Still, sex scandals, statesmanship and state elections, of course, have little direct bearing on the stock market. The "Trump bump" that began in the immediate wake of his election has largely stuck, so far.
"Although no one at the time would have believed it, the 12 months since Election Day have been among the least volatile ever for equity markets; not to mention the solid 21 per cent gain the S&P 500 Index racked up along the way that has the bulls smiling," said Ryan Detrick, senior investment strategist with brokerage LPL Financial, in a note to clients.
The surge in shares of banks, tech companies, raw-materials producers and industrial companies that constitutes the Trump bump will likely resume should the Republican Congress succeed in passing tax legislation, with or without Mr Trump's support.
Signs of legislative progress are mixed. The House of Representatives and the Senate have each moved tax-cut bills onto the docket. The plan was that each chamber would pass its own version of the bill and the two versions would be reconciled for a final package.
But the stock market recoiled when the Senate version appeared irreconcilable with the House version.
Where the House bill does away with long-standing provisions such as estate taxes and mortgage-interest deductions, the Senate bill leaves much of the current tax framework more or less intact (although it does do away with some deductions more popular in the House).
While both bills call for corporate tax rates to be slashed from 35 per cent to 20 per cent, the House version would make the changes immediately while the Senate version would delay the cut until 2019.
In the past, tax cuts have led to short-term boosts in economic growth. Already, GDP growth has rebounded to around the optimum level of 3 per cent.
One reason that growth is accelerating, according to economists at brokerage Morgan Stanley, is the renewed willingness of corporations to reinvest in machinery and tech systems, which is increasing productivity. Others are less sanguine about the economic outlook.
State of transition
"With job growth slowing, with the personal savings rate down, and with consumer confidence likely peaking, it is very probable the economy will slow next year," warned Brad McMillan, chief investment officer for Commonwealth Financial Network.
"What will be the effect of slowing earnings growth combined with lower confidence?
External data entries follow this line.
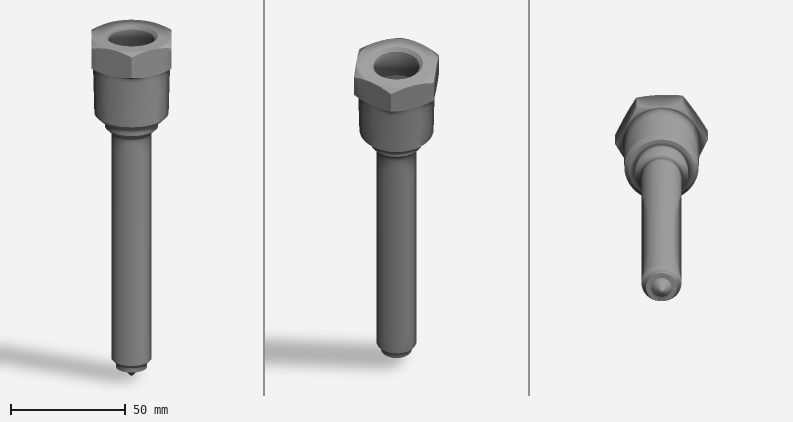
import cadquery as cq
import math

total_length = 162.0
top_z = total_length / 2

hex_across_flats = 35.0
hex_height = 12.8
hex_chamfer_angle = 30.0

body_top_radius = 16.8
body_bottom_radius = 16.2
body_end_depth = 38.4
body_chamfer = 2.0

collar_radius = 11.7
collar_end_depth = 42.6
stem_radius = 8.7
stem_end_depth = 153.2

step_radius = 6.8
step_end_depth = 157.3
point_radius = 4.5

bore_mouth_radius = 11.5
bore_top_radius = 10.0
bore_floor_radius = 9.5
bore_mouth_depth = 1.5
bore_depth = 14.0


def revolve_profile(points):
    """Revolve (radius, depth below the top face) points about the Z axis."""
    outline = [(radius, top_z - depth) for radius, depth in points]
    return cq.Workplane("XZ").polyline(outline).close().revolve(360, (0, 0), (0, 1))


def make_head():
    """Hexagonal prism whose corners are trimmed by a cone at both ends."""
    flat_radius = hex_across_flats / 2
    corner_radius = flat_radius / math.cos(math.pi / 6)
    corner_drop = (corner_radius - flat_radius) * math.tan(math.radians(hex_chamfer_angle))
    prism = (
        cq.Workplane("XY", origin=(0, 0, top_z - hex_height))
        .polygon(6, 2 * corner_radius)
        .extrude(hex_height)
    )
    envelope = revolve_profile([
        (0, 0),
        (flat_radius, 0),
        (corner_radius, corner_drop),
        (corner_radius, hex_height - corner_drop),
        (flat_radius, hex_height),
        (0, hex_height),
    ])
    return prism.intersect(envelope)


def make_shank():
    """Tapered body, collar, stem and pointed end, turned in one profile."""
    return revolve_profile([
        (0, hex_height),
        (body_top_radius, hex_height),
        (body_bottom_radius, body_end_depth - body_chamfer),
        (body_bottom_radius - body_chamfer, body_end_depth),
        (collar_radius, body_end_depth),
        (collar_radius, collar_end_depth),
        (stem_radius, collar_end_depth + collar_radius - stem_radius),
        (stem_radius, stem_end_depth),
        (step_radius, stem_end_depth + stem_radius - step_radius),
        (step_radius, step_end_depth),
        (point_radius, step_end_depth),
        (0, total_length),
    ])


def make_bore():
    return revolve_profile([
        (0, 0),
        (bore_mouth_radius, 0),
        (bore_top_radius, bore_mouth_depth),
        (bore_floor_radius, bore_depth),
        (0, bore_depth),
    ])


result = make_head().union(make_shank()).cut(make_bore())
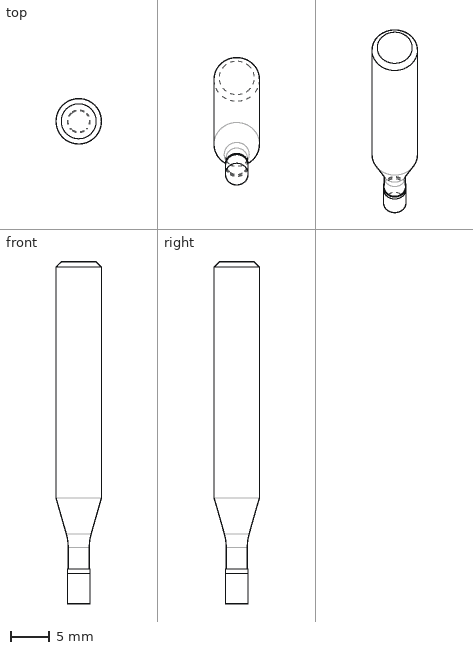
import cadquery as cq
import math

total_length = 45.0

head_radius = 1.5
cutter_length = 4.0

collar_top = 4.6
neck_radius = 1.4
neck_top = 7.43
blend_radius = 6.4
taper_angle = math.radians(16.0)
shank_radius = 3.0
end_chamfer = 0.7


def make_cutter():
    """Plain cylinder that envelops the cutting edges."""
    return cq.Workplane("XY").circle(head_radius).extrude(cutter_length)


def blend_point(angle):
    """Point (radius, height) on the neck blend, where the wall leans outward by the angle."""
    radius = neck_radius + blend_radius * (1 - math.cos(angle))
    height = neck_top + blend_radius * math.sin(angle)
    return radius, height


def make_shank():
    """Revolved holder: collar, relieved neck, blended taper and chamfered shank."""
    blend_end = blend_point(taper_angle)
    taper_top = blend_end[1] + (shank_radius - blend_end[0]) / math.tan(taper_angle)
    return (
        cq.Workplane("XZ")
        .moveTo(0, cutter_length)
        .lineTo(head_radius, cutter_length)
        .lineTo(head_radius, collar_top)
        .lineTo(neck_radius, collar_top)
        .lineTo(neck_radius, neck_top)
        .threePointArc(blend_point(taper_angle / 2), blend_end)
        .lineTo(shank_radius, taper_top)
        .lineTo(shank_radius, total_length - end_chamfer)
        .lineTo(shank_radius - end_chamfer, total_length)
        .lineTo(0, total_length)
        .close()
        .revolve(360, (0, 0, 0), (0, 1, 0))
    )


cutter = make_cutter()
shank = make_shank()

result = cq.Compound.makeCompound([cutter.val(), shank.val()])
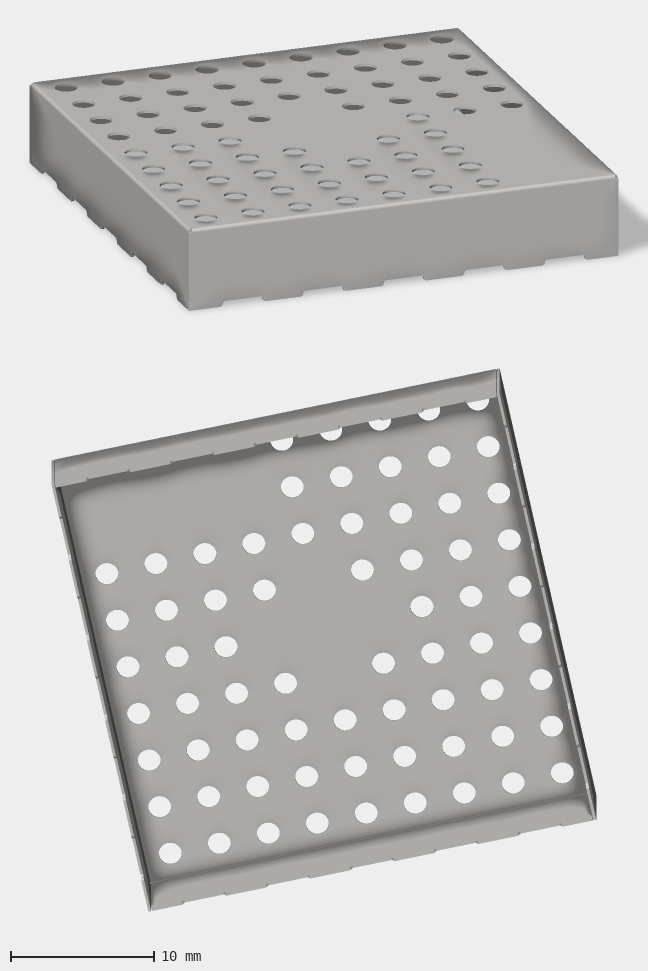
import cadquery as cq
side = 32
height = 6.0
sheet = 0.2
bend_radius = 0.24

hole_diameter = 1.6
hole_span = 28.0
holes_per_side = 9
hole_pitch = hole_span / (holes_per_side - 1)
middle = holes_per_side // 2
blank_steps = 1
plain_corner_rows = 2

notch_count = 5
notch_span = 24
notch_pitch = notch_span / (notch_count - 1)
notch_mouth = 3.4
flank_radius = 0.2
notch_depth = 2 * flank_radius

half_side = side / 2
inner_side = side - 2 * sheet
fold_line = half_side - bend_radius
fold_height = height - bend_radius


def block(x_size, y_size, z_size):
    """Rectangular block centred on the Z axis, standing on the foot plane."""
    return cq.Workplane("XY").box(x_size, y_size, z_size, centered=(True, True, False))


def make_sheet_shell():
    """Hollow cover, open below, with its four top edges bent to a constant sheet thickness."""
    outer = block(side, side, height)
    outer = outer.faces(">Z").edges().fillet(bend_radius)
    inner = block(inner_side, inner_side, height - sheet)
    inner = inner.faces(">Z").edges().fillet(bend_radius - sheet)
    return outer.cut(inner)


def make_folded_cover():
    """Walls separated at the corners: the X walls run full width, the Y walls fit between them."""
    shell = make_sheet_shell()
    flat_width = 2 * fold_line
    y_walls_and_lid = shell.intersect(block(flat_width, side, height))
    x_folds = shell.intersect(block(side, flat_width, height))
    x_walls = block(side, side, fold_height).cut(block(inner_side, side, fold_height))
    return y_walls_and_lid.union(x_folds).union(x_walls)


def has_hole(column, row):
    """The back right corner and a small diamond in the middle stay solid."""
    in_plain_corner = column > middle and row >= holes_per_side - plain_corner_rows
    in_blank_centre = abs(column - middle) + abs(row - middle) <= blank_steps
    return not (in_plain_corner or in_blank_centre)


def make_holes():
    """Round holes through the lid on a square grid."""
    points = [
        ((column - middle) * hole_pitch, (row - middle) * hole_pitch)
        for column in range(holes_per_side)
        for row in range(holes_per_side)
        if has_hole(column, row)
    ]
    lid = cq.Workplane("XY").workplane(offset=height)
    return lid.pushPoints(points).circle(hole_diameter / 2).extrude(-2 * sheet)


def make_notch(plane, centre):
    """Notch across the whole part; each flank is an S of two tangent quarter arcs."""
    mouth_edge = notch_mouth / 2
    waist_edge = mouth_edge - flank_radius
    floor_edge = waist_edge - flank_radius
    return (
        cq.Workplane(plane)
        .center(centre, 0)
        .moveTo(-mouth_edge, 0)
        .radiusArc((-waist_edge, flank_radius), -flank_radius)
        .radiusArc((-floor_edge, notch_depth), flank_radius)
        .lineTo(floor_edge, notch_depth)
        .radiusArc((waist_edge, flank_radius), flank_radius)
        .radiusArc((mouth_edge, 0), -flank_radius)
        .close()
        .extrude(half_side, both=True)
    )


result = make_folded_cover().cut(make_holes())
for wall_plane in ("XZ", "YZ"):
    for index in range(notch_count):
        notch_centre = index * notch_pitch - notch_span / 2
        result = result.cut(make_notch(wall_plane, notch_centre))
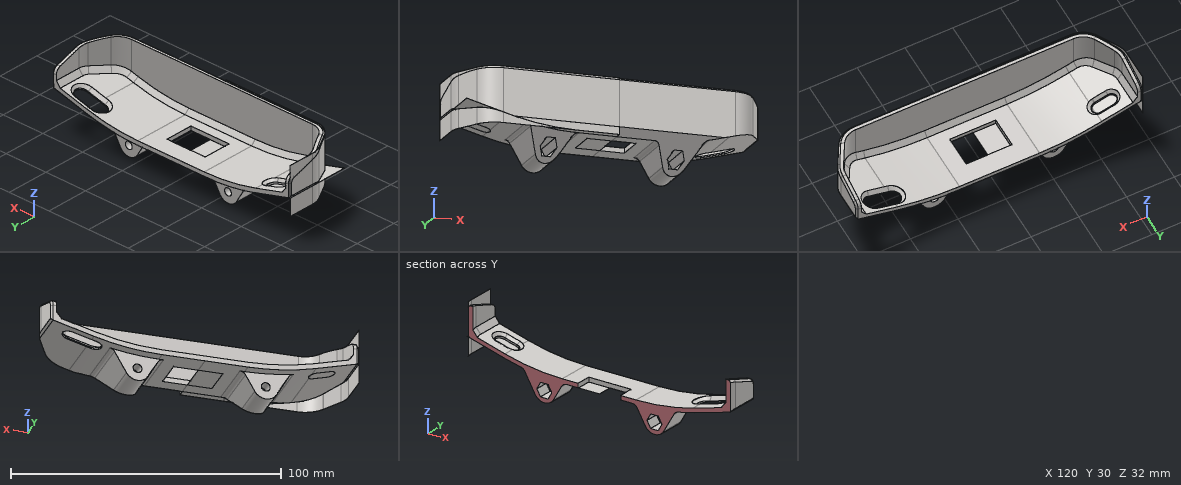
import cadquery as cq
import math

LENGTH = 120.0
DEPTH = 30.0
BODY_HEIGHT = 22.0
LUG_DROP = 10.0

HALF_LENGTH = LENGTH / 2
LUG_BOTTOM = -BODY_HEIGHT - LUG_DROP
MARGIN = 5.0

CORNER_START_Y = -DEPTH / 2
CORNER_ANGLE = math.radians(60)
CORNER_RADIUS = 10.0

WALL = 2.2
RIM_CHAMFER = 0.8
INNER_CHAMFER = 2.0
FLOOR_THICKNESS = 2.0
FLOOR_Z = -BODY_HEIGHT + FLOOR_THICKNESS
FLAT_HALF = 16.75
RISE_ANGLE = math.radians(15)
FLOOR_RADIUS = 100.5
UNDERSIDE_RADIUS = FLOOR_RADIUS + FLOOR_THICKNESS
END_BEVEL_WIDTH = 0.8
END_BEVEL_HEIGHT = 0.7

REAR_RIM_Z = -5.9
RIM_SLOPE = math.radians(18)
RIM_BLEND_RADIUS = 40.0
REAR_ROUND = 3.0

FRONT_SLOPE_HEIGHT = 3.0

LUG_X = 25.0
LUG_RADIUS = 5.0
LUG_Z = LUG_BOTTOM + LUG_RADIUS
LUG_REAR_Y = -4.0
LUG_FLANK_ANGLE = math.radians(60)
LUG_FILLET = 2.5
LUG_EMBED = 1.8
LUG_HOLE = 3.4
NUT_CORNERS = 6.6
NUT_FLOOR_Y = -9.0

WINDOW_LENGTH = 19.2
WINDOW_WIDTH = 13.0
WINDOW_Y = -14.75

RIGHT_SLOT_X = 45.5
RIGHT_SLOT_Y = -6.0
RIGHT_SLOT = (15.6, 6.2)
RIGHT_SLOT_MOUTH = (18.0, 9.2)
LEFT_SLOT_X = -47.2
LEFT_SLOT_Y = -7.0
LEFT_SLOT = (10.4, 5.0)
LEFT_SLOT_MOUTH = (13.2, 7.4)
FLARE_ANGLE = 45

SKIN = 0.02


def box(x0, x1, y0, y1, z0, z1):
    return cq.Workplane("XY").box(x1 - x0, y1 - y0, z1 - z0, centered=False).translate((x0, y0, z0))


def plan_prism(inset, z0, z1, rear=0.0):
    """Vertical prism over the plan outline, moved inwards by inset and reaching back to Y = rear."""
    half = HALF_LENGTH - inset
    front = -DEPTH + inset
    start = CORNER_START_Y + inset * math.tan((math.pi / 2 - CORNER_ANGLE) / 2)
    run = (start - front) / math.tan(CORNER_ANGLE)
    outline = [
        (-half, rear),
        (-half, start),
        (-half + run, front),
        (half - run, front),
        (half, start),
        (half, rear),
    ]
    prism = cq.Workplane("XY").polyline(outline).close().extrude(z1 - z0).translate((0, 0, z0))
    return prism.edges("|Z").edges("not >Y").fillet(CORNER_RADIUS - inset)


def bowl_points(radius, flat_z):
    """(X, Z) of the flat's end, arc middle, arc end and tip of the curve's rising right side."""
    def on_arc(angle):
        return (FLAT_HALF + radius * math.sin(angle), flat_z + radius * (1 - math.cos(angle)))

    middle = on_arc(RISE_ANGLE / 2)
    end = on_arc(RISE_ANGLE)
    tip = (HALF_LENGTH, end[1] + (HALF_LENGTH - end[0]) * math.tan(RISE_ANGLE))
    return (FLAT_HALF, flat_z), middle, end, tip


def mirrored(point):
    return (-point[0], point[1])


def above_bowl(radius, flat_z, top, y0, y1):
    """Solid between the flat, rising bowl curve and Z = top."""
    flat, middle, end, tip = bowl_points(radius, flat_z)
    profile = (
        cq.Workplane("XZ", origin=(0, y1, 0))
        .moveTo(*mirrored(flat))
        .lineTo(*flat)
        .threePointArc(middle, end)
        .lineTo(*tip)
        .lineTo(tip[0], top)
        .lineTo(-tip[0], top)
        .lineTo(*mirrored(tip))
        .lineTo(*mirrored(end))
        .threePointArc(mirrored(middle), mirrored(flat))
        .close()
    )
    return profile.extrude(y1 - y0)


def rim_volume():
    """Prism along X below the rim, which falls towards the rear and is rounded there."""
    crest_y = -REAR_RIM_Z / math.tan(RIM_SLOPE)
    prism = (
        cq.Workplane("YZ", origin=(-LENGTH, 0, 0))
        .polyline([(0, LUG_BOTTOM), (0, REAR_RIM_Z), (-crest_y, 0), (-DEPTH - MARGIN, 0),
                   (-DEPTH - MARGIN, LUG_BOTTOM)])
        .close()
        .extrude(2 * LENGTH)
    )
    prism = prism.edges(cq.selectors.NearestToPointSelector((0, 0, REAR_RIM_Z))).fillet(REAR_ROUND)
    return prism.edges(cq.selectors.NearestToPointSelector((0, -crest_y, 0))).fillet(RIM_BLEND_RADIUS)


def under_front_slope():
    """Wedge below the 45 degree slope of the front edge and the lugs."""
    reach = BODY_HEIGHT + LUG_DROP
    slope_top = -BODY_HEIGHT + FRONT_SLOPE_HEIGHT
    return (
        cq.Workplane("YZ", origin=(-LENGTH, 0, 0))
        .polyline([(-DEPTH, slope_top), (-DEPTH - MARGIN, slope_top), (-DEPTH - MARGIN, slope_top - reach),
                   (-DEPTH + reach, slope_top - reach)])
        .close()
        .extrude(2 * LENGTH)
    )


def end_bevels():
    """Wedges that bevel the lower outer corner of both ends."""
    _, _, _, tip = bowl_points(UNDERSIDE_RADIUS, -BODY_HEIGHT)
    inner_x = HALF_LENGTH - END_BEVEL_WIDTH
    inner_z = tip[1] - END_BEVEL_WIDTH * math.tan(RISE_ANGLE)
    right = (
        cq.Workplane("XZ")
        .polyline([(inner_x, inner_z), (HALF_LENGTH, inner_z), (HALF_LENGTH, tip[1] + END_BEVEL_HEIGHT)])
        .close()
        .extrude(DEPTH)
    )
    return right.union(right.mirror("YZ"))


def outer_block():
    """Solid block inside the outline with the falling rim and its chamfered outer edge."""
    block = plan_prism(0, -BODY_HEIGHT, 0).intersect(rim_volume())
    upper = cq.selectors.BoxSelector((-LENGTH, -LENGTH, -BODY_HEIGHT / 2), (LENGTH, LENGTH, MARGIN))
    rim = block.edges("not (|X or |Z)").edges(upper)
    front = block.edges(">Z and <Y")
    rear = block.edges("|Z and >Y")
    return block.newObject(rim.vals() + front.vals() + rear.vals()).chamfer(RIM_CHAMFER)


def cavity():
    """Space above the floor, chamfered where the floor meets the walls and open at the rear."""
    space = plan_prism(WALL, -BODY_HEIGHT, MARGIN, rear=MARGIN)
    space = space.intersect(above_bowl(FLOOR_RADIUS, FLOOR_Z, MARGIN, -DEPTH, MARGIN))
    end_x = HALF_LENGTH - 2 * WALL
    floor_edges = cq.selectors.BoxSelector((-LENGTH, -DEPTH, -BODY_HEIGHT), (LENGTH, MARGIN / 2, -WALL))
    mid_floor = cq.selectors.BoxSelector((-end_x, -DEPTH, -BODY_HEIGHT), (end_x, MARGIN, 0))
    bend_lines = mid_floor & cq.selectors.ParallelDirSelector(cq.Vector(0, 1, 0))
    return space.edges("not |Z").edges(floor_edges - bend_lines).chamfer(INNER_CHAMFER)


def lug(x):
    """Lug with a round tip and flanks that widen upwards into the body."""
    top_z = -BODY_HEIGHT + LUG_EMBED
    tangent_x = LUG_RADIUS * math.sin(LUG_FLANK_ANGLE)
    tangent_z = LUG_Z - LUG_RADIUS * math.cos(LUG_FLANK_ANGLE)
    top_x = tangent_x + (top_z - tangent_z) / math.tan(LUG_FLANK_ANGLE)
    return (
        cq.Workplane("XZ", origin=(x, LUG_REAR_Y, 0))
        .moveTo(-top_x, top_z)
        .lineTo(-tangent_x, tangent_z)
        .threePointArc((0, LUG_BOTTOM), (tangent_x, tangent_z))
        .lineTo(top_x, top_z)
        .close()
        .extrude(DEPTH + LUG_REAR_Y)
    )


def add_lugs(body):
    """Join both lugs to the body and round the roots of their flanks."""
    reach_x = LUG_X + 2 * LUG_RADIUS
    body = body.union(lug(-LUG_X)).union(lug(LUG_X))
    roots = cq.selectors.BoxSelector(
        (-reach_x, -DEPTH, LUG_Z), (reach_x, 2 * LUG_REAR_Y, -BODY_HEIGHT + LUG_EMBED))
    return body.edges("|Y").edges(roots).fillet(LUG_FILLET)


def lug_cutter(x):
    """Screw hole with a hexagonal nut pocket sunk from the front."""
    hole = cq.Workplane("XZ").center(x, LUG_Z).circle(LUG_HOLE / 2).extrude(DEPTH)
    pocket = (
        cq.Workplane("XZ", origin=(0, NUT_FLOOR_Y, 0))
        .center(x, LUG_Z)
        .polygon(6, NUT_CORNERS)
        .extrude(DEPTH)
    )
    return hole.union(pocket)


def slot_cutter(x, y, slot, mouth):
    """Slot square to the rising floor, with a flared mouth at the floor surface."""
    side = math.copysign(1, x)
    _, _, end, _ = bowl_points(FLOOR_RADIUS, FLOOR_Z)
    floor_z = end[1] + (abs(x) - end[0]) * math.tan(RISE_ANGLE)
    flare_depth = (mouth[1] - slot[1]) / 2
    floor_plane = cq.Workplane(cq.Plane(
        origin=(x, y, floor_z),
        xDir=(math.cos(RISE_ANGLE), 0, side * math.sin(RISE_ANGLE)),
        normal=(-side * math.sin(RISE_ANGLE), 0, math.cos(RISE_ANGLE)),
    ))
    through = floor_plane.slot2D(*slot).extrude(2 * FLOOR_THICKNESS, both=True)
    flare = floor_plane.slot2D(*mouth).extrude(-flare_depth, taper=FLARE_ANGLE)
    above = floor_plane.slot2D(*mouth).extrude(FLOOR_THICKNESS)
    return through.union(flare).union(above)


def left_skin():
    """Thin skin on the left half: the full-height outline wall and the underside sheet."""
    left = box(-HALF_LENGTH, 0, -DEPTH, 0, -BODY_HEIGHT, 0)
    wall = plan_prism(0, -BODY_HEIGHT, 0).cut(plan_prism(SKIN, -BODY_HEIGHT, 0, rear=MARGIN))
    solid = above_bowl(UNDERSIDE_RADIUS, -BODY_HEIGHT, MARGIN, -DEPTH, 0)
    sheet = solid.cut(above_bowl(UNDERSIDE_RADIUS - SKIN, -BODY_HEIGHT + SKIN, MARGIN, -DEPTH, 0))
    return wall.intersect(left), sheet.intersect(left)


def window_cutter():
    half = WINDOW_LENGTH / 2
    front = WINDOW_Y - WINDOW_WIDTH / 2
    return box(-half, half, front, front + WINDOW_WIDTH, -BODY_HEIGHT, 0)


def tray():
    """Shallow tray with its lugs, window and slots."""
    body = outer_block().intersect(above_bowl(UNDERSIDE_RADIUS, -BODY_HEIGHT, MARGIN, -DEPTH, 0))
    body = body.cut(cavity()).cut(end_bevels())
    body = add_lugs(body).cut(under_front_slope())
    for x in (-LUG_X, LUG_X):
        body = body.cut(lug_cutter(x))
    body = body.cut(window_cutter())
    body = body.cut(slot_cutter(RIGHT_SLOT_X, RIGHT_SLOT_Y, RIGHT_SLOT, RIGHT_SLOT_MOUTH))
    return body.cut(slot_cutter(LEFT_SLOT_X, LEFT_SLOT_Y, LEFT_SLOT, LEFT_SLOT_MOUTH))


skin_wall, skin_sheet = left_skin()
result = tray().union(skin_wall, clean=False).union(skin_sheet, clean=False)

Even though this is very probable, and predictable, chances are that - at some point - it will hit the markets as a surprise."
Many industries are already in a painful state of transition.
AT&T's proposed US$80 billion acquisition of Time Warner is less a bold bet on a new business strategy than an acknowledgement that old-line media and telecom companies had to make radical changes to fend off challenges from Internet streaming services. Shares of Time Warner briefly plunged last week after reports that the Department of Justice demanded the sale of the satellite-television unit or the unit that produces CNN before it would approve the deal.
Earnings from the retail sector are a reminder of the lethal threat posed by Amazon.com. JC Penney shares surged on Friday as it managed to eke out same-store sales growth for the latest quarter. But Penney's shares remain more than 60 per cent down on the year as the chain-store struggles to clear shelves without slashing prices. This week, Amazon's main rivals in the physical world, Walmart Stores and Target, will reveal whether recent efforts to compete with the online threat are bearing fruit.
Even some of the darlings in the tech industry are coming under pressure. Shares of electric car maker Tesla have given back some of their majestic gains for the year. Shares of Snapchat parent Snap fell last week as the youth-oriented social network reported sluggish user growth.
In the energy industry, tensions between Saudi Arabia and Iran have driven oil prices to a two-year high, near the US$60-per-barrel level. Widening hostilities between Iran and Saudi Arabia are a growing risk for not just the oil market, but the stock market, too.